[[ Material for this task, beginning ]]

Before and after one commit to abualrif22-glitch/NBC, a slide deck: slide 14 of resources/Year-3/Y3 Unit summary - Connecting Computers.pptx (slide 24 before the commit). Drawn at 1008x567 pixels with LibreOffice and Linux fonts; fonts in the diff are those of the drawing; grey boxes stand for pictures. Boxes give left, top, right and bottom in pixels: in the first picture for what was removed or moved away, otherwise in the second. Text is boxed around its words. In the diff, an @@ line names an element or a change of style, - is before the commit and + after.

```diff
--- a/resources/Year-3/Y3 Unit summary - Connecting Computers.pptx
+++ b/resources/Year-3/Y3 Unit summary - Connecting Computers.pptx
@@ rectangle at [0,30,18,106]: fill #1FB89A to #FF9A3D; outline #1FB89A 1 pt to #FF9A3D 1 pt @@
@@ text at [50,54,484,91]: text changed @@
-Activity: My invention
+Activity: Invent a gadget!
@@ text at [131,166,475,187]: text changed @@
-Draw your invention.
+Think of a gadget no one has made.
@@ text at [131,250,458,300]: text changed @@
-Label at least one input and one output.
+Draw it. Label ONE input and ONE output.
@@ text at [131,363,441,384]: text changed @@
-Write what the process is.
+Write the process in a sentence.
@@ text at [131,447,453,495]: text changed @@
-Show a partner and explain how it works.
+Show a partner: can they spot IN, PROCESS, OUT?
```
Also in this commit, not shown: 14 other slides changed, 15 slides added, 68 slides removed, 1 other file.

[[ Material for this task, end ]]
[[ Material for this task, beginning ]]

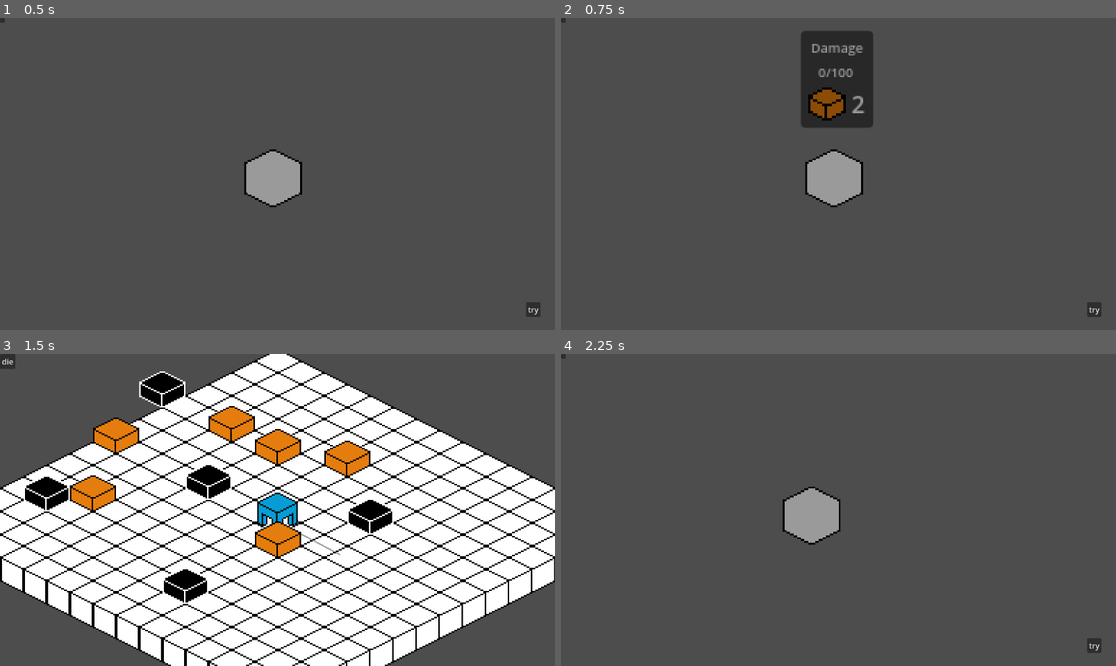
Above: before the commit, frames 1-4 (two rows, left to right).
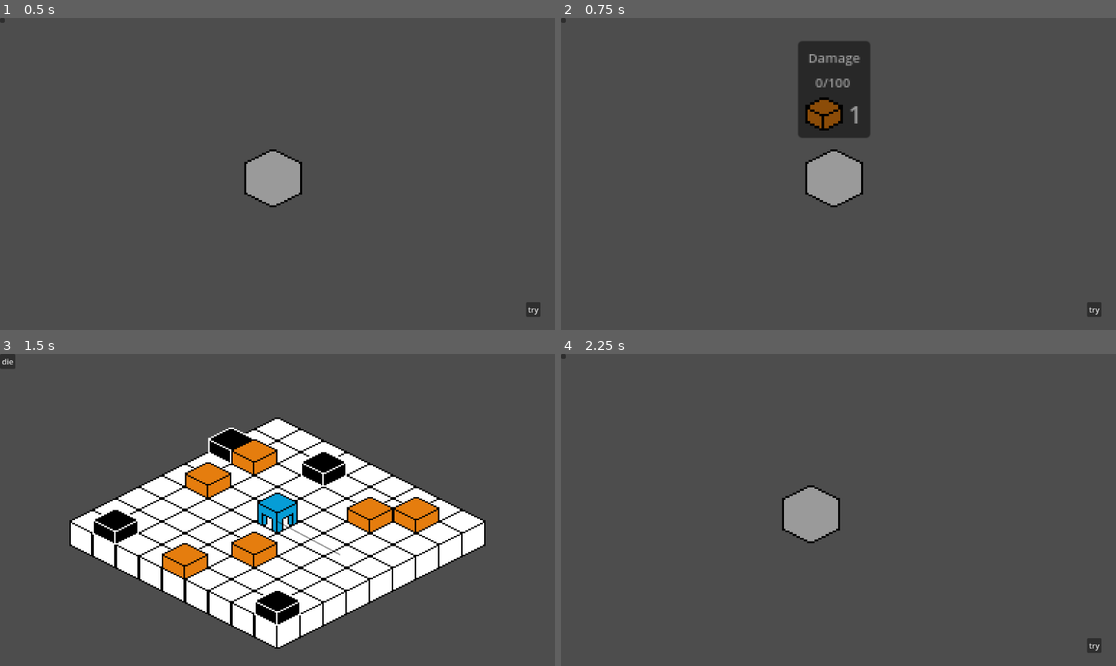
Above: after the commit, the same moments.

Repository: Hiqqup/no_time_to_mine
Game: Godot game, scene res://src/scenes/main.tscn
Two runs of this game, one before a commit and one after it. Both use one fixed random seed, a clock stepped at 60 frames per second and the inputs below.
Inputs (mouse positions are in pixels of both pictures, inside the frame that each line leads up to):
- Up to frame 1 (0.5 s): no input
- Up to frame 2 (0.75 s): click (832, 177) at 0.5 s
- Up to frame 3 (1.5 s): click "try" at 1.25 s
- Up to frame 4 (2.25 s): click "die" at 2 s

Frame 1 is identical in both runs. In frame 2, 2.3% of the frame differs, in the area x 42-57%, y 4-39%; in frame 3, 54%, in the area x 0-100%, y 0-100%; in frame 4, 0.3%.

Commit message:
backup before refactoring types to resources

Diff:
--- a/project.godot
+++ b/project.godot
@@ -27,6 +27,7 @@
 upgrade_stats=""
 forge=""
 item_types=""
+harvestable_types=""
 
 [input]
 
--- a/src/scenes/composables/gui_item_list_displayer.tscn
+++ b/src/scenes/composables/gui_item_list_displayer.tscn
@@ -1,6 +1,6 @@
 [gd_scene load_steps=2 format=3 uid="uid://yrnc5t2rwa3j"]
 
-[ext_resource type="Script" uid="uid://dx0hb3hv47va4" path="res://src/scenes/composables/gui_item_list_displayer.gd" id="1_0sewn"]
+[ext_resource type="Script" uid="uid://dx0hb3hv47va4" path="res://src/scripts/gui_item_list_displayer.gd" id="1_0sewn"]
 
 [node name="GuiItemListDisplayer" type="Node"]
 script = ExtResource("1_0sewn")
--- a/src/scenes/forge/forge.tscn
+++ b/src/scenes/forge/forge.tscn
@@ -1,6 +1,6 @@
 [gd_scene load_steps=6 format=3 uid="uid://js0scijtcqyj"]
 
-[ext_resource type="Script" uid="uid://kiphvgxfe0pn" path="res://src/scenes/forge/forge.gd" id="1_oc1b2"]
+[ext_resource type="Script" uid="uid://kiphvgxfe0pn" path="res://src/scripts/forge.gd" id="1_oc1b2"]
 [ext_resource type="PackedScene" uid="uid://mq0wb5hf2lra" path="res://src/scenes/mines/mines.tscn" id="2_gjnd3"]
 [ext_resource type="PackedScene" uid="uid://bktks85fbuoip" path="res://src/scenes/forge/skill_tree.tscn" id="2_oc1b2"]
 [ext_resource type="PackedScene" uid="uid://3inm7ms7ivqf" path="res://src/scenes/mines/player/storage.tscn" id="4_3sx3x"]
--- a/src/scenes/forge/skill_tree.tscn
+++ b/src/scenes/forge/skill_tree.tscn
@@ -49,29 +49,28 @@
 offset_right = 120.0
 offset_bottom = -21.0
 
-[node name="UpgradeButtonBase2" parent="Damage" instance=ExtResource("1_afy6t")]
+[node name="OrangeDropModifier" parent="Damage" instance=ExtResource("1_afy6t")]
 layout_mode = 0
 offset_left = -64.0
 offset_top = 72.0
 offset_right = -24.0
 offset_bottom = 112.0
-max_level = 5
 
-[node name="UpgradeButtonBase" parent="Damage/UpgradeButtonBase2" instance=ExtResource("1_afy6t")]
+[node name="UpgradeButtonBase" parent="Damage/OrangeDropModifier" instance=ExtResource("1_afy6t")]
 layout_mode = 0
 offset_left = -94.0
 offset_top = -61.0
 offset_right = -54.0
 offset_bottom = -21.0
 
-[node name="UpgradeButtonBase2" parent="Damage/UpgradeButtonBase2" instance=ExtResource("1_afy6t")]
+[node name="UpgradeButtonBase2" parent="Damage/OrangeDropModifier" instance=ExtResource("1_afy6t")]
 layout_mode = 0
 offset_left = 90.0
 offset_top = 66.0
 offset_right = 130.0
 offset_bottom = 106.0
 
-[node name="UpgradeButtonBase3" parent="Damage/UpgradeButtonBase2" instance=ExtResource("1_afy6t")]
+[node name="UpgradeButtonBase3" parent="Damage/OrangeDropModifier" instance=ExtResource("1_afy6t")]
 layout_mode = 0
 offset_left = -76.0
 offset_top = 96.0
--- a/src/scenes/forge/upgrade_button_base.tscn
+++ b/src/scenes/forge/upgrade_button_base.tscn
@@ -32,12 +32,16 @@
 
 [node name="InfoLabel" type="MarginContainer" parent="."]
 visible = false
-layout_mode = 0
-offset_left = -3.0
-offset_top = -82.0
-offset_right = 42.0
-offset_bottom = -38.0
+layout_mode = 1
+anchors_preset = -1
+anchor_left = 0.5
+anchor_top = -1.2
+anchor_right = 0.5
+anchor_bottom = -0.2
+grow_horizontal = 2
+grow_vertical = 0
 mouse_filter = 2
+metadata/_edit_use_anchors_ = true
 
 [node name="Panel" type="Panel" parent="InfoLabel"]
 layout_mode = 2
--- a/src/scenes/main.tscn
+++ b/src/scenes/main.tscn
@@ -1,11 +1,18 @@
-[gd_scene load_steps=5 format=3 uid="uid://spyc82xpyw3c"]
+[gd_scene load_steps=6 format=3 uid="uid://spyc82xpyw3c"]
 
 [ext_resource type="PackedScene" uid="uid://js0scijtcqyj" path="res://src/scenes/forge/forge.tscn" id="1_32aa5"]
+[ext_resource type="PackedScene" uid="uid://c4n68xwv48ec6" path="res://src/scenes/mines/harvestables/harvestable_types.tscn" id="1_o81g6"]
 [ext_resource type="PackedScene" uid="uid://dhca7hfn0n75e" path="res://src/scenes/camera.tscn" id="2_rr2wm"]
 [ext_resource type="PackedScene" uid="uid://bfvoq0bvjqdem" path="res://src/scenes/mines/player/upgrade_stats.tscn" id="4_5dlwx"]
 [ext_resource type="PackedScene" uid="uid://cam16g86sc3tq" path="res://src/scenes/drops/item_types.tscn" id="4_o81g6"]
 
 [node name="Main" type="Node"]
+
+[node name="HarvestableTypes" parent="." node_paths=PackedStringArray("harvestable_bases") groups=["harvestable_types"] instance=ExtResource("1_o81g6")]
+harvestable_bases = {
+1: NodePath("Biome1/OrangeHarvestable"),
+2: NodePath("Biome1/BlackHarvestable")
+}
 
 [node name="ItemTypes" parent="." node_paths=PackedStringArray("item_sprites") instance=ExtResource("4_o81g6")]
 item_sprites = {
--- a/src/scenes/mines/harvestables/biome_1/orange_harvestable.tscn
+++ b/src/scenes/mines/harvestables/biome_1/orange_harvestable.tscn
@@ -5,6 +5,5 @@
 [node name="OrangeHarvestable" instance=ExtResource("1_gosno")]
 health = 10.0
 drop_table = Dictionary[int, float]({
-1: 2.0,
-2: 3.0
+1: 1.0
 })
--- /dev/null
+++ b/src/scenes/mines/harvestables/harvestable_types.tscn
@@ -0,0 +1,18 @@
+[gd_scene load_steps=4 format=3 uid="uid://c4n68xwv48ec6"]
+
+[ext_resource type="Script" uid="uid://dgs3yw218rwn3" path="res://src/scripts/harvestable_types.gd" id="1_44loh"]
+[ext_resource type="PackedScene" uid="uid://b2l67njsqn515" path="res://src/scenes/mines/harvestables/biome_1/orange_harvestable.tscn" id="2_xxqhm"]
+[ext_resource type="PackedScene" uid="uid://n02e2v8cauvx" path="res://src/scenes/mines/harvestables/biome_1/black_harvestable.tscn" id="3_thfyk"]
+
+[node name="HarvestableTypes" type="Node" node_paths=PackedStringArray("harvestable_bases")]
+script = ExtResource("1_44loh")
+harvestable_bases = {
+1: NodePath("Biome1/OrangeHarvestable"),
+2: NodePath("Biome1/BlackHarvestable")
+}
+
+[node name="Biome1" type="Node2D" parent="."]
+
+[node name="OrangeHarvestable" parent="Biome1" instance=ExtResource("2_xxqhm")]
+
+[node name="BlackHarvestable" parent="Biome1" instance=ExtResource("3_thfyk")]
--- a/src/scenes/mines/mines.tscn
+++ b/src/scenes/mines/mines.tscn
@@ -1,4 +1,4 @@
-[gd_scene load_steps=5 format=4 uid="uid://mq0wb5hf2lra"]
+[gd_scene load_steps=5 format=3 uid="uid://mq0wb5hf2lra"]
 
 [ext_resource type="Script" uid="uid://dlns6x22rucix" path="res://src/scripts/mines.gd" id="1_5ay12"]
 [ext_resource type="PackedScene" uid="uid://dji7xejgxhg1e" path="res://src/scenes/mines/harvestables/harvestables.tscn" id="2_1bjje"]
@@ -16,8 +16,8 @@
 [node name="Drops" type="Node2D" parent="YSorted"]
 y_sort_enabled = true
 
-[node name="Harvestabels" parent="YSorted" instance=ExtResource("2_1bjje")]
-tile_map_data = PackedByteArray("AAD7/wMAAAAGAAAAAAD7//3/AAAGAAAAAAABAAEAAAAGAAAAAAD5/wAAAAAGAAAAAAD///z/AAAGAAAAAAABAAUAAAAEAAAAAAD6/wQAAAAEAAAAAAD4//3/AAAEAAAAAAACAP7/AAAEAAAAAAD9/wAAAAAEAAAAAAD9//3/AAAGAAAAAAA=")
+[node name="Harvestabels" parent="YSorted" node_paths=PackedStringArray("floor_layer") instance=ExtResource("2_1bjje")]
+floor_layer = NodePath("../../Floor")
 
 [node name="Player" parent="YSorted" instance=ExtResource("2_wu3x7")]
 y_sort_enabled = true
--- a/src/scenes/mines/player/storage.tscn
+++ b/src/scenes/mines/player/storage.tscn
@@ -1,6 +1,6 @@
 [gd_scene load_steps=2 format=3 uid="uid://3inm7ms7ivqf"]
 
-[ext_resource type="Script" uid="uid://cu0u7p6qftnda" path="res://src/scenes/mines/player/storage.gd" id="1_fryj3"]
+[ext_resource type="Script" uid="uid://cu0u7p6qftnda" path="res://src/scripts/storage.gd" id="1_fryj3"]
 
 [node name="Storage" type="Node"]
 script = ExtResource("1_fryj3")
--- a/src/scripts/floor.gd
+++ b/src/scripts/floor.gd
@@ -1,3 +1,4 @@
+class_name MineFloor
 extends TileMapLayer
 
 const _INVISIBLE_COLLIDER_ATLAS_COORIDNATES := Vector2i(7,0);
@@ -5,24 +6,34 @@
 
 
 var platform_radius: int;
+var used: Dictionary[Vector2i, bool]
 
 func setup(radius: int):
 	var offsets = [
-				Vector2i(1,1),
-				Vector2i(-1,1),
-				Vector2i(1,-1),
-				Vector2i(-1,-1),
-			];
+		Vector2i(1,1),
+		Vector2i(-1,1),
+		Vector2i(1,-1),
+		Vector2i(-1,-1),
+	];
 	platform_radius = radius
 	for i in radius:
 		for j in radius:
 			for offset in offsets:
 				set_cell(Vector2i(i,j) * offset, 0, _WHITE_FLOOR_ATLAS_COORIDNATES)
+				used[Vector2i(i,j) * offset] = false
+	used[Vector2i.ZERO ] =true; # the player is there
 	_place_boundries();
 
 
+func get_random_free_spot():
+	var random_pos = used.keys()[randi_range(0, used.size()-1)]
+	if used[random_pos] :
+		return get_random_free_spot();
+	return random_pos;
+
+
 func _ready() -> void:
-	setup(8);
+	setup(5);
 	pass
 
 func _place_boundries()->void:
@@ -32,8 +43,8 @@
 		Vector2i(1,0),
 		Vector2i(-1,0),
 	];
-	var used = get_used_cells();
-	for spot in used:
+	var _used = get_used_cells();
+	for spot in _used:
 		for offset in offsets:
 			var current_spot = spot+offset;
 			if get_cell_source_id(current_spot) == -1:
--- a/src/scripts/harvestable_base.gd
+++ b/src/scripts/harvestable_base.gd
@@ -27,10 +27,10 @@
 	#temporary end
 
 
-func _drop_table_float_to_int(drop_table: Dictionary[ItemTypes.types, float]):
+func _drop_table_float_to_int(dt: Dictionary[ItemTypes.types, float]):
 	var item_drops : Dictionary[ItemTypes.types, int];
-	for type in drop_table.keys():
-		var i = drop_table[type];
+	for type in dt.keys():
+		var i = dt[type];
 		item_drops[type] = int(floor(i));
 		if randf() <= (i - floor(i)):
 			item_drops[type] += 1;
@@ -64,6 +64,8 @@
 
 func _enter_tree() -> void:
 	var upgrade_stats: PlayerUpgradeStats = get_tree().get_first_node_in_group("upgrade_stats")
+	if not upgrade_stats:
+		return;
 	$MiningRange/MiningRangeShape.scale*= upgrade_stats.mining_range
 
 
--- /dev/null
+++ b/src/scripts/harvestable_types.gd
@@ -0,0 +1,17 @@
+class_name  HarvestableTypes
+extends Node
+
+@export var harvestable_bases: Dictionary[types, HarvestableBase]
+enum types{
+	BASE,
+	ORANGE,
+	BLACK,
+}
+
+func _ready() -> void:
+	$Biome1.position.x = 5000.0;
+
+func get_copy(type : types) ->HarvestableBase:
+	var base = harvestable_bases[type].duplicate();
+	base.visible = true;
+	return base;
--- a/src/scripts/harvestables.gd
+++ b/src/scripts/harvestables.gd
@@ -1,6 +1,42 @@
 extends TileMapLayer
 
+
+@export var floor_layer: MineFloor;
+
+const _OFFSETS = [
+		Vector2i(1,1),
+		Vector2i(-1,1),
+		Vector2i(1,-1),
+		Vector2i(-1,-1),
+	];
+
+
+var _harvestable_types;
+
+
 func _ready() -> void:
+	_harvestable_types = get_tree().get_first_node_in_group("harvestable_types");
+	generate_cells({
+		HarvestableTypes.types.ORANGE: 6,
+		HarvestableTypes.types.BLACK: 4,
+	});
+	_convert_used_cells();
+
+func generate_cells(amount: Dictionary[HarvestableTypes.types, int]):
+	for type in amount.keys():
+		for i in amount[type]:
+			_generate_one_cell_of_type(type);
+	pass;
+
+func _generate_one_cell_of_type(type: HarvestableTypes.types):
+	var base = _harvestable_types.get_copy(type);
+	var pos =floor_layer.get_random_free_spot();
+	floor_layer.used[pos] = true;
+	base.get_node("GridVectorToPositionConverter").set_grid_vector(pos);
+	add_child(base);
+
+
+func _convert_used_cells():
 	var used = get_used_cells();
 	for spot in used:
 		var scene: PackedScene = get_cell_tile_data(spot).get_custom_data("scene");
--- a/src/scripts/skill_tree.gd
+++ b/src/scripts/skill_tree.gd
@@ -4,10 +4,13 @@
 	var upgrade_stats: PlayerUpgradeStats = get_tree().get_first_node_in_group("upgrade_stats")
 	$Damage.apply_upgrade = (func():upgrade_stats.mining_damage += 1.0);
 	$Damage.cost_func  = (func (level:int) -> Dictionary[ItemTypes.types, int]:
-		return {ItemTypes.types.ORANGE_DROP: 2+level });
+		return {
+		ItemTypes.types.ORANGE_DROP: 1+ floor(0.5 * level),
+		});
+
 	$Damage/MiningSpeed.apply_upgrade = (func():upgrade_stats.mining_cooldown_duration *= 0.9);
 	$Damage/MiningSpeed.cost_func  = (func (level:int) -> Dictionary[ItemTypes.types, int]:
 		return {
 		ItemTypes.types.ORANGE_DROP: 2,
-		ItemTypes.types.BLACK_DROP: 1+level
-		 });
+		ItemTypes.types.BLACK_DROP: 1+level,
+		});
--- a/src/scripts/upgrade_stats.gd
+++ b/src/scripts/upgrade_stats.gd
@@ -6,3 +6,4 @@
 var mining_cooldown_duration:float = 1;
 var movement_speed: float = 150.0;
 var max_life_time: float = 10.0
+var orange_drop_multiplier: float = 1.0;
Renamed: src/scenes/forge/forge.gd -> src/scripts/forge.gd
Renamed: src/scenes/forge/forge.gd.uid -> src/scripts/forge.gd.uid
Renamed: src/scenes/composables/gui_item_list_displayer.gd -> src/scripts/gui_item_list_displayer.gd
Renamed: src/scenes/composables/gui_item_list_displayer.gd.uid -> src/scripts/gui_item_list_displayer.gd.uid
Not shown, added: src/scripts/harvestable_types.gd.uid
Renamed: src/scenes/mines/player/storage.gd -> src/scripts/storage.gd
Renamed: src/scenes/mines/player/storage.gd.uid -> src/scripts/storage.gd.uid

[[ Material for this task, end ]]

From the data, collect all lines where the string "const" appears.

 const _INVISIBLE_COLLIDER_ATLAS_COORIDNATES := Vector2i(7,0);
+const _OFFSETS = [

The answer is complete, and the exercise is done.